- Your task: What is needed is an exact copy of the records below, without the pictures.
BEGIN Records for this exercise
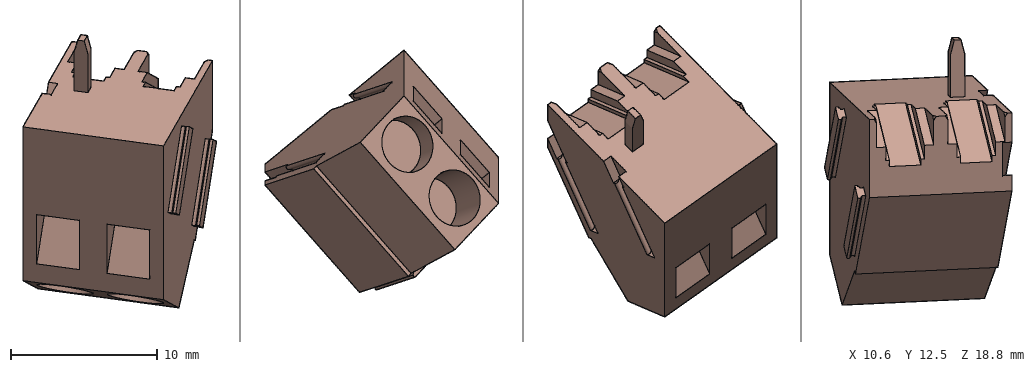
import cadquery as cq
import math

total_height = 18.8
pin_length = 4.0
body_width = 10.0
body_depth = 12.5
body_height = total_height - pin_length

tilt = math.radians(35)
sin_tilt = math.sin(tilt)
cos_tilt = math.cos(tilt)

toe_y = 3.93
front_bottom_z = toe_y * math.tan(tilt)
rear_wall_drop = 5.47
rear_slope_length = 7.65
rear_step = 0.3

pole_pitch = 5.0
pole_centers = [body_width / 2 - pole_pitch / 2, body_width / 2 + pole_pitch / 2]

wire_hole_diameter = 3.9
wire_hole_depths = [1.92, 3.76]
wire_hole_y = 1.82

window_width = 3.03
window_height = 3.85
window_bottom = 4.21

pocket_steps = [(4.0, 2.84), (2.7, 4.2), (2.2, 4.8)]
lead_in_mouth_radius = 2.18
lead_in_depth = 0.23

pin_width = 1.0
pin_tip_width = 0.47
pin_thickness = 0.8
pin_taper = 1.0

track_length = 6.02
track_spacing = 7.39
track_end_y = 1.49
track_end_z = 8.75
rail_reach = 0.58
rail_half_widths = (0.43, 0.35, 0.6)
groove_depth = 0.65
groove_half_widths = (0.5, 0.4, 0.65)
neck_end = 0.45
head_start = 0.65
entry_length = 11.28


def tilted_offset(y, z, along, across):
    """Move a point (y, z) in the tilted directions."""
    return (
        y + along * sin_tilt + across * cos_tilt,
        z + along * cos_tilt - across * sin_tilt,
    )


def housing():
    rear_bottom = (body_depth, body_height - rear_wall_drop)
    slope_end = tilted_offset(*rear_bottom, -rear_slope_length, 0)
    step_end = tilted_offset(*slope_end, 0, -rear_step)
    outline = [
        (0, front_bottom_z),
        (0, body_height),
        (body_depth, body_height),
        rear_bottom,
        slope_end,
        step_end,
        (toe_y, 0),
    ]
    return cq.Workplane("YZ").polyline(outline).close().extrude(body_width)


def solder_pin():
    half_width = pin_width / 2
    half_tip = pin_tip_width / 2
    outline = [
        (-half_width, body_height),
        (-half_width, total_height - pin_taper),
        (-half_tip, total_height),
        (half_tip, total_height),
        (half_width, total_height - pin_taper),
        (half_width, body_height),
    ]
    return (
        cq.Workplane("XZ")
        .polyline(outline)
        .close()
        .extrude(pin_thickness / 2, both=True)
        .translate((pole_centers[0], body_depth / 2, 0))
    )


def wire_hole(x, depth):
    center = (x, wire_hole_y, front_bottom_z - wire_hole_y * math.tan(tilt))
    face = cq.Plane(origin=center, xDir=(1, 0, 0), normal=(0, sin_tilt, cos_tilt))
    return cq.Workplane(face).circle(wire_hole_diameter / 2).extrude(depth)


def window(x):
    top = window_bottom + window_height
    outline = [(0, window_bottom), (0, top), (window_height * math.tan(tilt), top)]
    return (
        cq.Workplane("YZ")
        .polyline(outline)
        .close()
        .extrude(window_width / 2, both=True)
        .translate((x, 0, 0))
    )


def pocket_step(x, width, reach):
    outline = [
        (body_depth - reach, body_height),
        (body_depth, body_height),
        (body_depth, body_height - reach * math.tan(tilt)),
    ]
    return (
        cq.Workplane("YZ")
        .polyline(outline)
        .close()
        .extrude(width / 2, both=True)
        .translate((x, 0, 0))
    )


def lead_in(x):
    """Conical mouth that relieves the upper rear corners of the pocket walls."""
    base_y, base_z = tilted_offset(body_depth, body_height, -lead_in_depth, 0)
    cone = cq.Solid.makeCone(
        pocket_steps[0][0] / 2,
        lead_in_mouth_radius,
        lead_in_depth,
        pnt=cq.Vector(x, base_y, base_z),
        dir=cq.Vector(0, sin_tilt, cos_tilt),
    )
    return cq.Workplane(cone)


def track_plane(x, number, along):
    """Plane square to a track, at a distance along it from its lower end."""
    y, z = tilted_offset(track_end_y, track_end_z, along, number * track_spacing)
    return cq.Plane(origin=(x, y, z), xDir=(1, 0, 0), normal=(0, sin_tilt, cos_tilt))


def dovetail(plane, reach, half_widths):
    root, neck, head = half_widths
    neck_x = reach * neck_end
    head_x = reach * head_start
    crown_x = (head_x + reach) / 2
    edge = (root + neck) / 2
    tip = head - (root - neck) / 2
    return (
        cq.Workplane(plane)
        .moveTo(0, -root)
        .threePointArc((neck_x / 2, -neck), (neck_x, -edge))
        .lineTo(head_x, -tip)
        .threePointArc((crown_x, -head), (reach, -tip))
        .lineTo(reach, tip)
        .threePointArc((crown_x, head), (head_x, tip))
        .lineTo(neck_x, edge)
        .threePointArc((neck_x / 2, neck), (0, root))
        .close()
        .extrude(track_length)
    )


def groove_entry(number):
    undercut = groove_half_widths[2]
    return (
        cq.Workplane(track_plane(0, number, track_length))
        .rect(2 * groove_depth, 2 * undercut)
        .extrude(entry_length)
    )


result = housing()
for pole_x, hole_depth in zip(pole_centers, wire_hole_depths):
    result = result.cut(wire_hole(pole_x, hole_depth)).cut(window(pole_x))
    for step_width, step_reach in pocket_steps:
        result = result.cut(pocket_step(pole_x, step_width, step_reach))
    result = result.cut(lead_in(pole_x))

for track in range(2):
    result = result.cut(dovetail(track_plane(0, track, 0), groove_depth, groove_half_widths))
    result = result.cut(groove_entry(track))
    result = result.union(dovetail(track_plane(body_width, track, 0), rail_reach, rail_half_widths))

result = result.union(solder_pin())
END Records for this exercise
- Result of this task:
import cadquery as cq
import math

total_height = 18.8
pin_length = 4.0
body_width = 10.0
body_depth = 12.5
body_height = total_height - pin_length

tilt = math.radians(35)
sin_tilt = math.sin(tilt)
cos_tilt = math.cos(tilt)

toe_y = 3.93
front_bottom_z = toe_y * math.tan(tilt)
rear_wall_drop = 5.47
rear_slope_length = 7.65
rear_step = 0.3

pole_pitch = 5.0
pole_centers = [body_width / 2 - pole_pitch / 2, body_width / 2 + pole_pitch / 2]

wire_hole_diameter = 3.9
wire_hole_depths = [1.92, 3.76]
wire_hole_y = 1.82

window_width = 3.03
window_height = 3.85
window_bottom = 4.21

pocket_steps = [(4.0, 2.84), (2.7, 4.2), (2.2, 4.8)]
lead_in_mouth_radius = 2.18
lead_in_depth = 0.23

pin_width = 1.0
pin_tip_width = 0.47
pin_thickness = 0.8
pin_taper = 1.0

track_length = 6.02
track_spacing = 7.39
track_end_y = 1.49
track_end_z = 8.75
rail_reach = 0.58
rail_half_widths = (0.43, 0.35, 0.6)
groove_depth = 0.65
groove_half_widths = (0.5, 0.4, 0.65)
neck_end = 0.45
head_start = 0.65
entry_length = 11.28


def tilted_offset(y, z, along, across):
    """Move a point (y, z) in the tilted directions."""
    return (
        y + along * sin_tilt + across * cos_tilt,
        z + along * cos_tilt - across * sin_tilt,
    )


def housing():
    rear_bottom = (body_depth, body_height - rear_wall_drop)
    slope_end = tilted_offset(*rear_bottom, -rear_slope_length, 0)
    step_end = tilted_offset(*slope_end, 0, -rear_step)
    outline = [
        (0, front_bottom_z),
        (0, body_height),
        (body_depth, body_height),
        rear_bottom,
        slope_end,
        step_end,
        (toe_y, 0),
    ]
    return cq.Workplane("YZ").polyline(outline).close().extrude(body_width)


def solder_pin():
    half_width = pin_width / 2
    half_tip = pin_tip_width / 2
    outline = [
        (-half_width, body_height),
        (-half_width, total_height - pin_taper),
        (-half_tip, total_height),
        (half_tip, total_height),
        (half_width, total_height - pin_taper),
        (half_width, body_height),
    ]
    return (
        cq.Workplane("XZ")
        .polyline(outline)
        .close()
        .extrude(pin_thickness / 2, both=True)
        .translate((pole_centers[0], body_depth / 2, 0))
    )


def wire_hole(x, depth):
    center = (x, wire_hole_y, front_bottom_z - wire_hole_y * math.tan(tilt))
    face = cq.Plane(origin=center, xDir=(1, 0, 0), normal=(0, sin_tilt, cos_tilt))
    return cq.Workplane(face).circle(wire_hole_diameter / 2).extrude(depth)


def window(x):
    top = window_bottom + window_height
    outline = [(0, window_bottom), (0, top), (window_height * math.tan(tilt), top)]
    return (
        cq.Workplane("YZ")
        .polyline(outline)
        .close()
        .extrude(window_width / 2, both=True)
        .translate((x, 0, 0))
    )


def pocket_step(x, width, reach):
    outline = [
        (body_depth - reach, body_height),
        (body_depth, body_height),
        (body_depth, body_height - reach * math.tan(tilt)),
    ]
    return (
        cq.Workplane("YZ")
        .polyline(outline)
        .close()
        .extrude(width / 2, both=True)
        .translate((x, 0, 0))
    )


def lead_in(x):
    """Conical mouth that relieves the upper rear corners of the pocket walls."""
    base_y, base_z = tilted_offset(body_depth, body_height, -lead_in_depth, 0)
    cone = cq.Solid.makeCone(
        pocket_steps[0][0] / 2,
        lead_in_mouth_radius,
        lead_in_depth,
        pnt=cq.Vector(x, base_y, base_z),
        dir=cq.Vector(0, sin_tilt, cos_tilt),
    )
    return cq.Workplane(cone)


def track_plane(x, number, along):
    """Plane square to a track, at a distance along it from its lower end."""
    y, z = tilted_offset(track_end_y, track_end_z, along, number * track_spacing)
    return cq.Plane(origin=(x, y, z), xDir=(1, 0, 0), normal=(0, sin_tilt, cos_tilt))


def dovetail(plane, reach, half_widths):
    root, neck, head = half_widths
    neck_x = reach * neck_end
    head_x = reach * head_start
    crown_x = (head_x + reach) / 2
    edge = (root + neck) / 2
    tip = head - (root - neck) / 2
    return (
        cq.Workplane(plane)
        .moveTo(0, -root)
        .threePointArc((neck_x / 2, -neck), (neck_x, -edge))
        .lineTo(head_x, -tip)
        .threePointArc((crown_x, -head), (reach, -tip))
        .lineTo(reach, tip)
        .threePointArc((crown_x, head), (head_x, tip))
        .lineTo(neck_x, edge)
        .threePointArc((neck_x / 2, neck), (0, root))
        .close()
        .extrude(track_length)
    )


def groove_entry(number):
    undercut = groove_half_widths[2]
    return (
        cq.Workplane(track_plane(0, number, track_length))
        .rect(2 * groove_depth, 2 * undercut)
        .extrude(entry_length)
    )


result = housing()
for pole_x, hole_depth in zip(pole_centers, wire_hole_depths):
    result = result.cut(wire_hole(pole_x, hole_depth)).cut(window(pole_x))
    for step_width, step_reach in pocket_steps:
        result = result.cut(pocket_step(pole_x, step_width, step_reach))
    result = result.cut(lead_in(pole_x))

for track in range(2):
    result = result.cut(dovetail(track_plane(0, track, 0), groove_depth, groove_half_widths))
    result = result.cut(groove_entry(track))
    result = result.union(dovetail(track_plane(body_width, track, 0), rail_reach, rail_half_widths))

result = result.union(solder_pin())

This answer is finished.